I can't answer for Shinji .... given I swim at a similar tempo (1.05) but shorter stroke length, I'm closer to a 24 min mile; Shinji close to 20 min mile. I never feel physically fatigued at the end of a 10k swim, never get above zone-3 and stay mostly in zone-2. In running or cycling, this would be the same as "conversational pace". The most difficult thing in the longer distance swims is keeping razor sharp focus, not allowing my mind to drift, especially after swimming 2hrs or more. I suspect similar for Shinji, hr rate in low zones, remaining focused maintaining balance and slippery streamline - and his incredible stroke length. Shinji is *the* representative of 'minimum effort, maximum result' - stroke mastery. Always fun and educational to study his videos.

Hope that helps

Stuart
Yes, partially.

What I am trying to relate to is when I am racing a 21.1 k foot race, say. At the end I'm pretty uncomfortable, breathing hard and thighs burning. I'm racing, right? I'm going as fast as I can for that distance, and I can't go any faster -- that's my best time.

Do I understand that (let's forget Shinji, because you can't speak for him) when you are doing a 10 k you never "race" because that isn't the point? Your intent is to finish the distance in good style, which means you stay within the physical comfort zone.

So in a 10 k you are swimming at a 1.05 tempo and your resultant speed gets you a 24 minute time. If you fatigue, it's because your mind can't keep up the exquisite concentration required, right?

You say you never get out of breath and you never get physically fatigued at the end.

Suppose I set you the task of racing the 10 k, i.e. competing (with others or with yourself) to try and get the shortest finish time possible. Would you be able to attempt that feat, and if so would you be getting short of breath and physically fatigued with the effort? I would imagine you must. I also would imagine that all this effort and distraction would make the concentration required to maintain good form very difficult or impossible. Maybe no one else could tell, but your style would become unacceptably dis-coordinated to you. Intuitively I would expect your time to decrease, as would be congruent with the task I assigned you.

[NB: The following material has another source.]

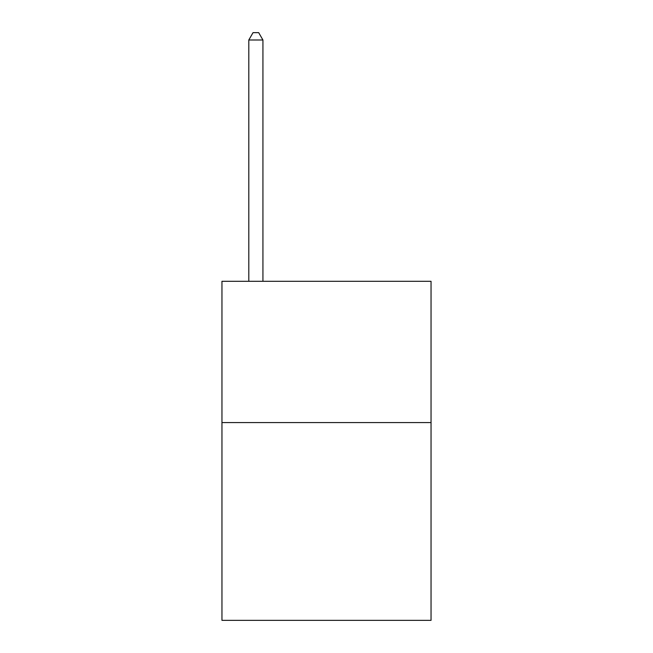 <?xml version="1.0" encoding="UTF-8"?>
<svg xmlns="http://www.w3.org/2000/svg" width="653" height="653" viewBox="0 0 653 653"><rect width="100%" height="100%" fill="white"/><g stroke="black" fill="none" stroke-linecap="round" stroke-linejoin="round"><path stroke-width="0.98" d="M431.045 422.564L431.045 620.35L221.955 620.35L221.955 281.296L431.045 281.296L431.045 422.564L221.955 422.564M262.93 281.296L262.93 39.996L248.801 39.996L248.801 281.296M248.801 39.996L253.038 32.65L258.686 32.65L262.93 39.996"/></g></svg>

I am trying to visualise an experienced TI swimmer completing a hard distance swim, really wrung out with the effort, breathing hard and gasping with the exertion, but still with enough good form to make his effort faster.

Or have I got it wrong, and no matter how hard you exerted, what you gain in power and increased tempo would be less than what you lose due to resultant poor stroke mechanics and inefficiency. If that is the case, then your best 10k time, achieved with full relaxation and not causing shortness of breath, can not be improved upon, no matter what exertion or physical you try. So you might as well stay at a pace. that does not cause any distress in the muscles or with oxygen deficit. This somewhat non-intuitive answer (if this is actually the answer) is quite hard for me to grasp.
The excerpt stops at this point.